Sorry I wasn't clear, that line is filtered by BIKE on the map.


Presumably CIA MI5/6 Officers/Staff are told not to wear these sorts of devices as it could disclose there real word identity to an adversary.


All of the tracking done by strava and fitbit is all just built into your telephone, same as myfitnesspal and most of the other ones.

Your options are not carrying a standard phone, or just not deliberately tracking yourself.

These are not "always on" sorts of things, you have to enable them every time you want to be tracked.


Hrm - I wonder why Apple or google have not yet been requested to build a government clearance only device yet?


Even non-supervised iPhones can be set up with "Restrictions" where location services are disabled locked behind a passphrase. Surely an iPhone in supervised mode offers similar restrictions in any enterprisey MDM solution.


There are already mobile devices designed for the government (see the Obama Blackberry, for example).

Also, like companies, the government uses (can use) MDM policies to enforce settings, restrict applications, etc., on iPhones, etc.


They already exists. An enterprises user can configure a custom app store and ban the consumer app store.


That's going a bit far.

You can just opt out of the apps as well? I don't have either of those. I don't use Google Fit (or whatever that broken thing is called these days).

True, my phone can track my position and steps etc. - but I made every effort to opt out of bullshit and to not opt in into worse things (aka .. Strava etc.).

A phone is problematic these days. But I do believe that it mostly does what you want it to. People just love to share their lives online?


That's ... honestly a bit disappointing. While I personally believe that the leaking of military location data is almost entirely the military's problem/fault, I feel that this could have been avoided with a minimal bit of forethought by the Strava team. It's not their job to protect military secrets or keep track if some of the data that's sent to them may be connected to a military secret or not. They are, however, responsible for the individual privacy of their own users/customers.

I am reminded of the Dutch "first name database". It's a neat little website showing data (collected by the government/administrative/statistics dept). You can look up any first name in the Netherlands (17M ppl, FYI) and see how many people share this name. You can also see historical data how usage of the first name tracks through time.

AND, this is the crucial bit, you can also see a nice heat map of the geographical distribution for this first name, per municipality.

HOWEVER, and this is where it gets relevant to Strava. They simply won't show the geographical distribution heat map for names that are very rare. If a first name is not nationally rare, but it is in a certain municipality, they will also round it down to zero. Finally, if there's only 5 or less people in NL with that name they won't even show the full total (regardless of location).

Strava could, and IMHO should have done that for regions where only a single (or just a few) individual accounts run a track.


There is an opinion to delay the recording start for this very reason


> Of course you could also just follow them IRL if you were there, so I'm not sure this is a big deal.

Yes. But in that case, the person being followed can tell that they are being followed.
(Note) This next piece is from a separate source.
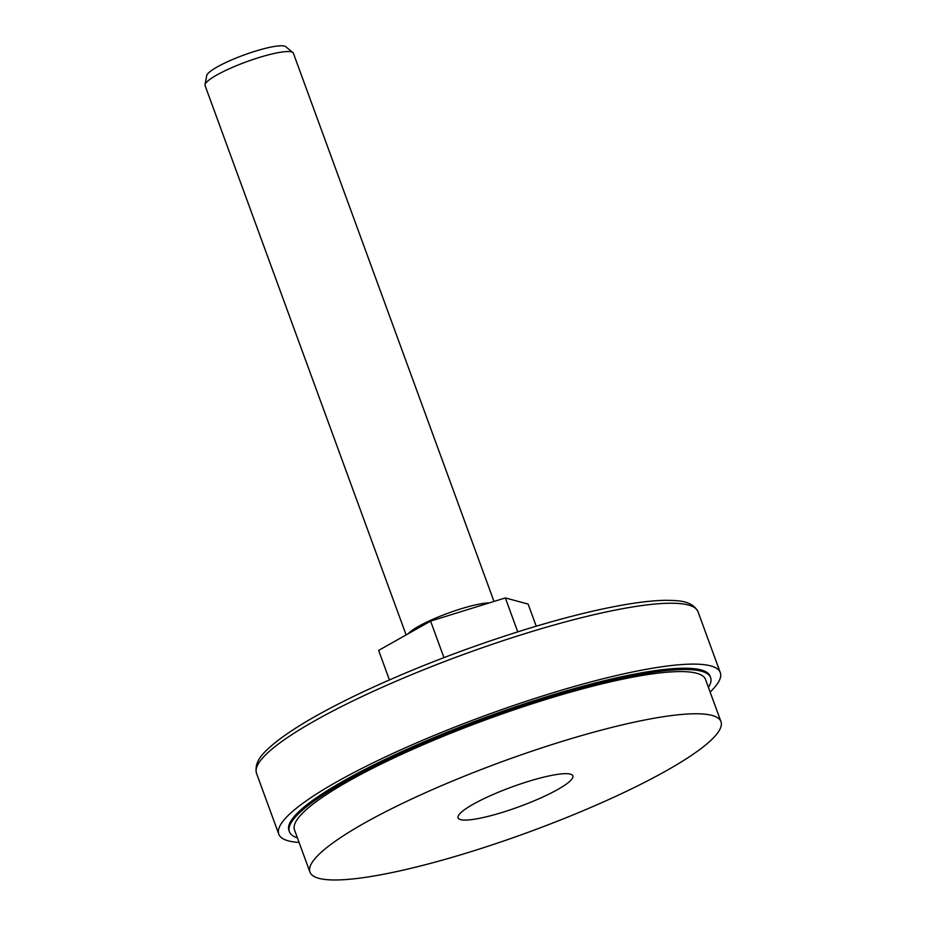 <?xml version="1.0" encoding="UTF-8"?>
<svg xmlns="http://www.w3.org/2000/svg" width="926" height="926" viewBox="0 0 926 926"><rect width="100%" height="100%" fill="white"/><g stroke="black" fill="none" stroke-linecap="round" stroke-linejoin="round"><path stroke-width="1.39" d="M293.681 817.183A224.254 38.579 -20.1 0 1 516.257 706.596A224.254 38.579 -20.1 0 1 710.138 676.316A224.254 38.579 -20.1 0 0 545.9 696.977A224.254 38.579 -20.1 0 0 288.935 830.448A224.254 38.579 -20.1 0 1 293.681 817.183M297.385 837.81A224.254 38.579 -20.1 0 1 289.421 831.756A224.254 38.579 -20.1 0 1 294.155 818.491A224.254 38.579 -20.1 0 1 516.731 707.892A224.254 38.579 -20.1 0 1 710.612 677.624A224.254 38.579 -20.1 0 1 708.436 687.381M459.354 814.267A61.116 10.51 -20.1 0 1 520.007 784.125A61.116 10.51 -20.1 0 1 572.847 775.872A61.116 10.51 -20.1 0 1 571.562 779.484A61.116 10.51 -20.1 0 1 510.897 809.625A61.116 10.51 -20.1 0 1 458.057 817.878A61.116 10.51 -20.1 0 1 459.354 814.267M309.932 872.084L294.491 829.893A218.849 37.653 -20.1 0 1 299.121 816.952A218.849 37.653 -20.1 0 1 516.338 709.027A218.849 37.653 -20.1 0 1 705.543 679.476L720.972 721.667A218.849 37.653 -20.1 0 1 716.354 734.607A218.849 37.653 -20.1 0 1 499.137 842.533A218.849 37.653 -20.1 0 1 309.932 872.084A218.849 37.653 -20.1 0 1 314.562 859.143A218.849 37.653 -20.1 0 1 531.767 751.217A218.849 37.653 -20.1 0 1 720.972 721.667M299.086 842.452A235.077 40.443 -20.1 0 1 278.784 834.164A235.077 40.443 -20.1 0 1 548.134 694.257A235.077 40.443 -20.1 0 1 720.289 672.6A235.077 40.443 -20.1 0 1 710.138 692.035M205.028 84.694L206.683 75.631A42.318 7.281 -20.1 0 1 255.217 51.208A42.318 7.281 -20.1 0 1 285.752 46.694L292.871 52.539A47.018 8.091 159.9 0 0 258.956 57.562A47.018 8.091 159.9 0 0 205.028 84.694A47.018 8.091 159.9 0 0 205.074 85.539L406.12 634.912M493.998 601.449L293.38 53.233A47.018 8.091 159.9 0 0 292.871 52.539M389.429 679.915L378.63 650.422L430.59 621.103L505.341 597.93L528.133 604.088L536.223 626.196M430.59 621.103L443.948 657.622M505.341 597.93L517.75 631.856M698.007 611.704A235.077 40.443 159.9 0 0 525.852 633.372A235.077 40.443 159.9 0 0 256.502 773.279C253.712 760.477 264.963 751.53 273.853 743.705C292.408 728.6 321.519 711.619 361.186 692.775C411.746 669 465.847 648.096 523.491 630.062C563.517 617.7 598.37 609.053 628.048 604.134C642.748 601.726 655.284 600.453 665.667 600.314C677.508 600.557 691.884 600.129 698.007 611.704L720.289 672.6M408.111 633.789A47.018 8.091 -20.1 0 1 460.708 608.903A47.018 8.091 -20.1 0 1 489.379 602.884M710.612 677.624L710.138 676.316M289.421 831.756L288.935 830.448M278.784 834.164L256.502 773.279"/></g></svg>

A spy (MI6/CIA/etc) might be able to follow a target without being seen, but an jilted lover would probably not. So the victim is aware that they are being observed, and by who.

In this case, the victim cannot see who is looking at the track, and cannot take evasive actions.


What have you actually learned? That somebody you don't know anything else about lives in that house? Presumably, you could have assumed that somebody you know nothing else about lives in that house. Somebody you don't know anything else about lives in every house.

I actually share your intuition that this is somehow terribly revealing, but I think this is a broken intuition that needs to be updated for a more technological age.